The reconciling work of the one true God, accomplished once and for all in Jesus Christ, brought the most unlikely people together. It could not have happened any other way.

Jesus’ outstretched arms on the cross weren’t just a metaphor for tolerance.

The empty tomb wasn’t just a metaphor for hope.

God had to put to death our prejudices on the cross.

And the worst thing that could ever happen—God dying a horrible death—somehow became the best thing.

God doesn’t “cancel” people, just the sin that divides us.

Lament

What’s your favorite 2020 meme so far?

Here’s a typical one: A picture of a beautiful bride in her wedding dress with the caption, “My plans.” Next is a picture of a zombie apocalypse, with the caption “2020.”

One meme said, “2020 is going to be the synonym for “crazy” for the rest of time.

Remember the good old days when there was just an impeachment going on?

We don’t have the resources to process a year like this, do we?

But maybe we do. What if we learned to lament?

Mark Vroegop is a pastor in Indianapolis. Years ago, he and his wife had a child who was stillborn. Even though as a pastor he’d often walked with people through grief, he and his wife weren’t prepared for this.

Mark had always known that a third of the psalms were laments. But in his grief, he began to read the psalms in a new way. In the psalms of lament, and in the Old Testament Book of Lamentations, he discovered a movement. The psalmist turned to God, complained to God, asked God to act, and trusted God for the answer. Mark realized that in the psalms of lament God had provided a way for believers to move from grief to hope. There was no promise of an easy fix, but there were reminders of God’s faithfulness in the hardest of times.

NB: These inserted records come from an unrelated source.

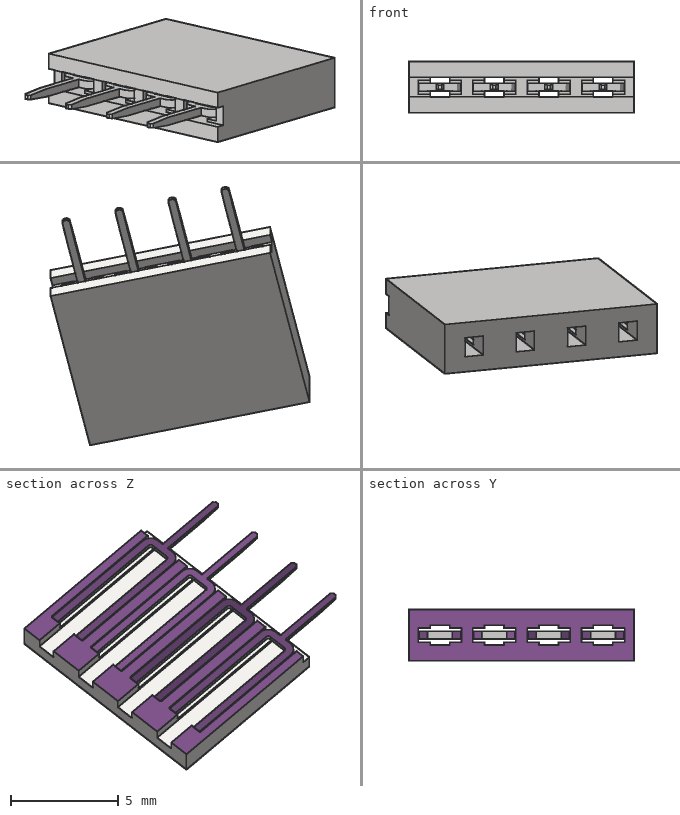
import cadquery as cq


contact_count = 4
pitch = 2.54

housing_width = 10.52
housing_length = 8.29
housing_height = 2.4
recess_height = 0.92
recess_depth = 0.4

window_width = 0.9
window_height = recess_height
slot_width = 2.0
slot_height = 0.65
slot_end = 6.9

contact_thickness = 0.38
fork_width = 1.95
fork_bend_radius = 0.51
fork_arm_width = 0.4
fork_base_front = 0.28

overall_length = 11.5
tail_width = 0.36
tail_tip_y = housing_length - overall_length
taper_length = 1.15
tip_thickness = 0.2
tip_chamfer = 0.1

contact_positions = [(i - (contact_count - 1) / 2) * pitch for i in range(contact_count)]


def box_between(width, height, y_start, y_end):
    """Box centred on X and Z that runs from y_start to y_end."""
    return cq.Workplane("XY").box(
        width, y_end - y_start, height, centered=(True, False, True)
    ).translate((0, y_start, 0))


def make_housing():
    """Block with a recess along its solder side and one cavity per contact."""
    block = box_between(housing_width, housing_height, 0, housing_length)
    recess = box_between(housing_width, recess_height, 0, recess_depth)
    block = block.cut(recess)

    window = box_between(window_width, window_height, 0, housing_length)
    slot = box_between(slot_width, slot_height, 0, slot_end)
    cavity = window.union(slot)
    for x in contact_positions:
        block = block.cut(cavity.translate((x, 0, 0)))
    return block


def make_fork():
    """Flat U whose arms reach the blind end of the slot, rounded at the base corners."""
    outer = box_between(fork_width, contact_thickness, fork_base_front, slot_end)
    outer = outer.edges("|Z and <Y").fillet(fork_bend_radius)
    gap_width = fork_width - 2 * fork_arm_width
    gap_start = fork_base_front + fork_arm_width
    gap_radius = fork_bend_radius - fork_arm_width
    gap = box_between(gap_width, contact_thickness, gap_start, slot_end)
    gap = gap.edges("|Z and <Y").fillet(gap_radius)
    return outer.cut(gap)


def make_tail():
    """Straight tail, tapered in thickness, with chamfered corners at the tip."""
    half_width = tail_width / 2
    half_thickness = contact_thickness / 2
    half_tip = tip_thickness / 2
    taper_start = tail_tip_y + taper_length
    side_profile = [
        (fork_base_front, half_thickness),
        (taper_start, half_thickness),
        (tail_tip_y, half_tip),
        (tail_tip_y, -half_tip),
        (taper_start, -half_thickness),
        (fork_base_front, -half_thickness),
    ]
    tail = cq.Workplane("YZ").polyline(side_profile).close().extrude(half_width, both=True)

    half_flat = half_width - tip_chamfer
    plan_outline = [
        (-half_width, fork_base_front),
        (-half_width, tail_tip_y + tip_chamfer),
        (-half_flat, tail_tip_y),
        (half_flat, tail_tip_y),
        (half_width, tail_tip_y + tip_chamfer),
        (half_width, fork_base_front),
    ]
    plan = cq.Workplane("XY").polyline(plan_outline).close().extrude(half_thickness, both=True)
    return tail.intersect(plan)


def make_contact(x):
    """One contact, fork and tail in one piece, centred on the given X."""
    return make_fork().union(make_tail()).translate((x, 0, 0))


housing = make_housing()
contacts = [make_contact(x) for x in contact_positions]

result = cq.Compound.makeCompound([housing.val(), *[contact.val() for contact in contacts]])

Mark realized that his church, like so many others, hadn’t taught people how to lament. It had skipped over the psalms of lament in favor of the psalms of triumph. He wrote a very helpful book, Dark Clouds, Deep Mercy: Discovering the Grace of Lament.

This week Mark released a new book to help Jesus followers begin to deal with our current crisis. It’s called Weep with Me: How Lament Opens a Door for Racial Reconciliation. The Gospel Coalition has made a free PDF copy of this book available at https://tgc-documents.s3.us-east-1.amazonaws.com/Weep%20With%20Me/Weep_With_Me_EPDF.pdf

So many of us have been searching for something to do to make sense of this crazy year, to reach out to our friends who are hurting, and to make positive changes in the world.

What if God has already given us a path forward?

What if we started by learning to lament?